Their conclusion: they consider the impact to be likely to be substantial but manageable.

Leopoldina scientists see it in a similar way in a new statement: A short-term stop in the supply of Russian gas would be “manageable” for the German economy.

Bottlenecks could arise in the coming winter, but these should be limited.

Help for poor households

In general, stopping oil and coal deliveries is considered easier for Germany to cope with than stopping Russian natural gas deliveries.

The world market is more spread out here and other countries could step in more easily.

For the gas supply, attempts should first be made to replace as much as possible with other energy sources and also to receive more supplies from other countries such as Norway, Algeria and Azerbaijan.

The local gas storage tanks should be filled up in the summer in order to better cover the peaks in heating demand in the winter.

Gas could be completely dispensed with in power generation if, for example, coal-fired power plants replaced gas-fired power plants.

In their study “What if…?

The Economic Effects of a Russian Energy Import Stop on Germany”.

As a result of an import ban, households, industry and services would have to accept a drop in gas supply of 30 percent.

That would be around 8 percent of the total German energy consumption.

In their macroeconomic model calculations, a supply freeze on Russian energy imports reduces gross domestic product by 0.5 percent to around 3 percent.

Losses per citizen range from 80 to 1000 euros a year depending on the scenario, which mainly depends on how Russian natural gas can be replaced.

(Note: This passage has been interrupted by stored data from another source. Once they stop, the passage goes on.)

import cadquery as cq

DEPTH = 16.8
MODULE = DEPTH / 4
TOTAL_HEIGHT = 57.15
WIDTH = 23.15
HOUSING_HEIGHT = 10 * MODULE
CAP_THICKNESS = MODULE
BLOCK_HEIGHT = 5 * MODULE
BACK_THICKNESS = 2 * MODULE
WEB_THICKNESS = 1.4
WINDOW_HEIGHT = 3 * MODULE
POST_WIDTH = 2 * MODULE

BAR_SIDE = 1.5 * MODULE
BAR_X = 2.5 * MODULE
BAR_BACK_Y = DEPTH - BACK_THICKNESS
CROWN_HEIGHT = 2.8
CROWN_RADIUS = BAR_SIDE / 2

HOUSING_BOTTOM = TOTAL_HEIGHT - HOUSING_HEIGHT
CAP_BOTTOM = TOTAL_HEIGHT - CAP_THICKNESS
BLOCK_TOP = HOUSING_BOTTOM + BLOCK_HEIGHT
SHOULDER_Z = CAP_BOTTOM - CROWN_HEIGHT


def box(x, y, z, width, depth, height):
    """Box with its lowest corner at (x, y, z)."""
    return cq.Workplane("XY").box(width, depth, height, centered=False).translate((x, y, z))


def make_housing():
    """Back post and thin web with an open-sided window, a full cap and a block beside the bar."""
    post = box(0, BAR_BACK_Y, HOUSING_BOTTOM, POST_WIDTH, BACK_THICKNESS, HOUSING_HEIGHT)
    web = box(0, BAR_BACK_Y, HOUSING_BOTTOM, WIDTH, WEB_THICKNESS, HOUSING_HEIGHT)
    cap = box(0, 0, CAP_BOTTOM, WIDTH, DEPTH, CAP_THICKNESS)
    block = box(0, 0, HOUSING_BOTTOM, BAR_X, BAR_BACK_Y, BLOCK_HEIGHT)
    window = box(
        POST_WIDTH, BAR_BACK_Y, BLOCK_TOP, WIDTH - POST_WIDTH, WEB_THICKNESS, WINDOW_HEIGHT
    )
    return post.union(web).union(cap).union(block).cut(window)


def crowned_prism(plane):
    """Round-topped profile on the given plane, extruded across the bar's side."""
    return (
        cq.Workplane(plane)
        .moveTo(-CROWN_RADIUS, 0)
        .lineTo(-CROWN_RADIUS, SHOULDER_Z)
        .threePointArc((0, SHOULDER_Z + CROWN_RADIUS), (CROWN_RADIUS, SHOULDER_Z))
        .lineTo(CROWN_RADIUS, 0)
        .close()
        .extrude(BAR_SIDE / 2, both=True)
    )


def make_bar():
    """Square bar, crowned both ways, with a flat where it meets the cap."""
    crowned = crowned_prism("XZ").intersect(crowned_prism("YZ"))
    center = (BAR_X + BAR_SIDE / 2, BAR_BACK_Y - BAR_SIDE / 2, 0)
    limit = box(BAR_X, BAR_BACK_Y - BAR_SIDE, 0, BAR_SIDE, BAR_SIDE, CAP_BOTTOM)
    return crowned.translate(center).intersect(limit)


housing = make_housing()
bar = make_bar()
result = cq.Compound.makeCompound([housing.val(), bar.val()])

Low-income households would be more affected.

Therefore, the authors cite targeted transfers to low-income households as a cost-effective way to offset the uneven impact of rising energy prices along the income distribution.

The nine economists recommend quick incentives to save and replace fossil fuels as quickly as possible.

To this end, the government should raise the prices for fossil fuels and above all for natural gas over a longer period of time so that households and industry can adapt more quickly.